While Clojure is definitely more a in-thing right now, it's nice to see "the
originals", where it all came from. There are several things Clojure does
really well, at the cost of other aspects. It's a very opinionated language,
and for some, it may be too opinionated. I find idiomatic Clojure-code to be a
bit on the too terse side, affecting the clarity of the code.

Let's also mention the JVM. While this is often used as argument for Clojure,
it can also be an argument against it. Now your application needs a JVM to
run. That excludes my Raspberry from ever running it, unless you find 30
seconds+ startup time to be acceptable. I don't.

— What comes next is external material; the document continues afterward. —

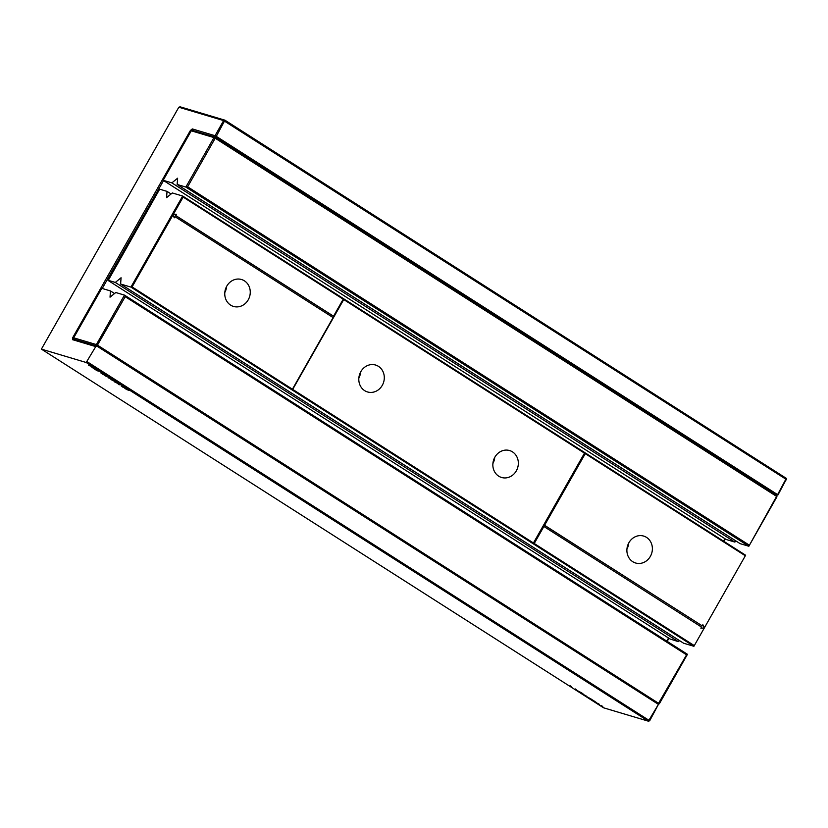 <?xml version="1.0" encoding="UTF-8"?>
<svg xmlns="http://www.w3.org/2000/svg" width="828" height="828" viewBox="0 0 828 828"><rect width="100%" height="100%" fill="white"/><g stroke="black" fill="none" stroke-linecap="round" stroke-linejoin="round"><path stroke-width="1.24" d="M41.4 349.126L86.195 362.498L648.376 721.178L658.436 704.369L649.69 720.774L648.376 721.178L603.571 707.805L41.4 349.126L178.827 107.226L223.622 120.588L215.032 135.709L192.313 128.92L190.388 130.482L191.216 130.907M104.028 374.38L102.051 373.252L105.291 375.198L103.086 374.535L100.768 372.869L104.069 374.308M110.165 378.396L107.982 377.744L110.207 378.324M106.595 376.595L104.701 375.384L106.646 376.512M122.647 386.397L124.407 387.69L122.596 387.028L121.116 385.672L125.276 387.897L122.689 386.303M119.232 384.813L118.321 384.347L119.232 384.813M115.578 381.76L110.921 379.534L115.527 381.677M110.973 379.441L111.563 379.555M114.813 382.029L119.967 384.44L114.813 382.029M126.612 389.584L125.266 388.301L129.272 390.495L126.653 389.512M124.666 388.177L125.266 388.301M597.878 703.376L599.565 704.452L597.878 703.376M595.725 702.444L593.986 701.212L595.798 702.32M587.155 696.979L591.399 699.215L587.228 696.865M592.248 699.888L594.173 700.995L592.289 699.815M586.007 695.799L583.305 694.485L585.976 695.748M570.068 685.719L571.392 686.557L570.068 685.719M575.191 688.979L576.723 689.869L575.253 688.927M582.115 693.429L583.564 694.237L582.115 693.429M581.37 692.798L579.507 692.105L581.37 692.798M580.707 692.374L576.609 690.252L580.707 692.374M581.246 692.622L581.877 692.943L581.246 692.622M97.445 370.872L93.264 368.356L96.069 369.195L99.246 371.306L97.497 370.789M602.701 706.543L601.159 705.632L602.774 706.419M91.039 366.162L88.751 365.479L90.966 365.945L92.022 367.394L94.899 368.45L92.094 367.611L91.111 366.038M86.195 362.498L95.748 346.601L72.574 339.687L72.729 337.607L190.388 130.482M87.157 361.722L649.69 720.774M178.827 107.226L180.142 106.822L224.947 120.195L786.31 478.356L777.647 494.513L776.447 495.227M778.01 494.896L786.238 479.402L223.622 120.588L224.947 120.195L216.284 136.351L778.01 494.896L776.695 495.299L215.321 137.127L192.469 130.451M95.748 346.601L97.062 346.207L658.436 704.369M215.032 135.709L216.284 136.351L215.321 137.127L215.032 135.709M97.062 346.207L73.899 339.294L72.574 339.687M192.313 128.92L192.81 130.482M72.729 337.607L73.744 338.124M102.248 288.486L163.561 180.545M667.192 641.379L668.952 638.274M723.972 541.419L725.359 538.976M666.768 641.11L668.527 638.005M723.548 541.15L724.935 538.707M786.6 479.785L786.31 478.356M121.416 385.765L123.765 387.359L121.157 385.941M113.353 380.394L112.163 380.311L114.906 381.397L113.395 380.321M112.235 379.783L111.697 379.597M114.336 381.325L114.978 381.263M127.046 389.129L125.856 389.046L128.599 390.133L127.098 389.056M125.928 388.529L125.276 388.601M128.029 390.06L128.671 389.998M597.537 703.303L599.151 704.245L597.578 703.231M594.69 701.409L596.264 702.403L594.463 701.523M593.293 700.643L591.565 699.65L593.324 700.602M94.164 368.822L98.729 371.13L94.268 368.657M124.479 295.12L115.785 292.522L110.031 297.19L110.476 290.938L101.782 288.341L73.682 337.814L96.369 344.593L124.479 295.12L687.457 654.306L686.578 654.834L125.204 296.672L124.479 295.12M73.682 337.814L73.961 339.242L96.659 346.011L96.369 344.593L97.621 345.235L659.347 703.779L687.457 654.306M96.866 346.145L125.204 296.672M110.476 290.938L114.543 293.526M658.074 704.142L686.578 654.834M659.347 703.779L658.105 704.162M776.943 496.779L776.654 495.351L776.943 496.779L748.843 546.252L185.855 187.066L177.161 184.468L740.149 543.654L748.843 546.252L776.581 496.396L215.208 138.235L187.625 186.797L748.998 544.959M187.625 186.797L185.855 187.066L213.966 137.583L191.268 130.814L163.168 180.287L171.862 182.884L734.84 542.071L726.146 539.483L163.168 180.287M177.161 184.468L177.616 178.217L171.862 182.884M736.082 541.067L734.84 542.071M776.654 495.351L215.29 137.189L213.966 137.583L215.208 138.235L215.29 137.189L192.593 130.42L191.268 130.814M291.777 389.729L292.419 389.212L132.097 286.923L130.927 287.099L182.657 196.039L344.044 299.011L292.315 390.071L130.927 287.099L120.609 284.025L683.586 643.211L693.905 646.295L745.635 555.236L585.313 452.947L544.275 525.19L702.206 625.854L544.576 525.273L585.272 453.651L584.785 452.605L533.056 543.665L693.905 646.295L704.245 628.079L702.724 624.943M584.785 452.605L344.044 299.011L292.315 390.071L533.056 543.665M132.097 286.923L172.938 215.032L172.307 214.255L173.342 214.338L183.143 197.085L182.657 196.039L172.338 192.965L166.583 197.633L167.028 191.382L171.096 193.969M679.529 640.624L678.287 641.628L670.09 638.999L108.178 280.495L159.659 189.188L167.028 191.382M107.94 280.237L115.309 282.441L678.287 641.628M120.609 284.025L121.064 277.763L115.309 282.441M292.419 389.212L333.104 317.579L174.936 216.657L174.128 217.485M175.929 214.307L175.329 215.363L333.508 316.275L343.506 298.67M292.957 389.553L533.698 543.147M534.226 543.489L543.882 526.494L533.594 544.006L534.226 543.489L694.009 645.426M700.923 628.121L704.245 628.079L745.635 555.236M174.936 216.657L174.284 217.805L172.938 215.032M230.608 305.118A14.045 12.627 106.6 0 0 233.496 306.432A14.045 12.627 106.6 0 0 249.611 296.59A14.045 12.627 106.6 0 0 241.528 279.512A14.045 12.627 106.6 0 0 226.003 287.709A14.045 12.627 106.6 0 0 230.608 305.118M173.342 214.338L176.281 214.297L175.329 215.363M175.629 215.446L333.798 316.358M343.993 299.705L584.734 453.309M498.694 476.162A14.045 12.627 106.6 0 0 501.582 477.477A14.045 12.627 106.6 0 0 517.697 467.623A14.045 12.627 106.6 0 0 509.613 450.556A14.045 12.627 106.6 0 0 494.088 458.753A14.045 12.627 106.6 0 0 498.694 476.162M364.651 390.64A14.045 12.627 106.6 0 0 367.539 391.954A14.045 12.627 106.6 0 0 383.654 382.112A14.045 12.627 106.6 0 0 375.57 365.034A14.045 12.627 106.6 0 0 360.045 373.231A14.045 12.627 106.6 0 0 364.651 390.64M543.882 526.494L701.523 627.065L700.871 628.214L703.81 628.173M704.204 627.479L702.858 624.705L702.206 625.854M183.143 197.085L343.454 299.363M585.272 453.651L745.045 555.588M492.898 463.535A14.045 12.627 106.6 0 0 494.709 457.46M626.941 549.057A14.045 12.627 106.6 0 0 628.752 542.982M224.812 292.491A14.045 12.627 106.6 0 0 226.624 286.416M358.855 378.013A14.045 12.627 106.6 0 0 360.666 371.938M632.737 561.684A14.045 12.627 106.6 0 0 635.625 562.999A14.045 12.627 106.6 0 0 651.74 553.145A14.045 12.627 106.6 0 0 643.656 536.078A14.045 12.627 106.6 0 0 628.131 544.275A14.045 12.627 106.6 0 0 632.737 561.684"/></g></svg>

Looking into Scheme, you will definitely appreciate the _simplicity_ of the
language. Unlike Clojure, there's no magic behind the curtains. What you see
is what you get, and yet it's still so capable. That's quite eye-opening and
magic in its own right.

Scheme however isn't a _standardized_ language, like Common Lisp. In that
regard you cannot guarantee that what works in one Scheme-implementation works
in another. With Common Lisp you _can_ do that. And from that point of view,
it makes sense to have a good story on modules/packages. And Common Lisp has
that. In plenty.

In Clojure, with Leiningen, you can easily declare what dependencies you have
and have those fetched build-time without any extra work what so ever. Sounds
good, eh? In Common Lisp you can do that in ordinary code, runtime, even in
_the REPL_. Your code just declares what it needs, and it's there. Just stop a
second and think what that does to extensibility, when software written in CL
lets you plug your own code in.

All in all, once you know a LISP looking into others is much less work. And as
such, you should definitely check out others. Maybe there are other LISPs
which suites your needs even better? Unless you look around, you will never
know.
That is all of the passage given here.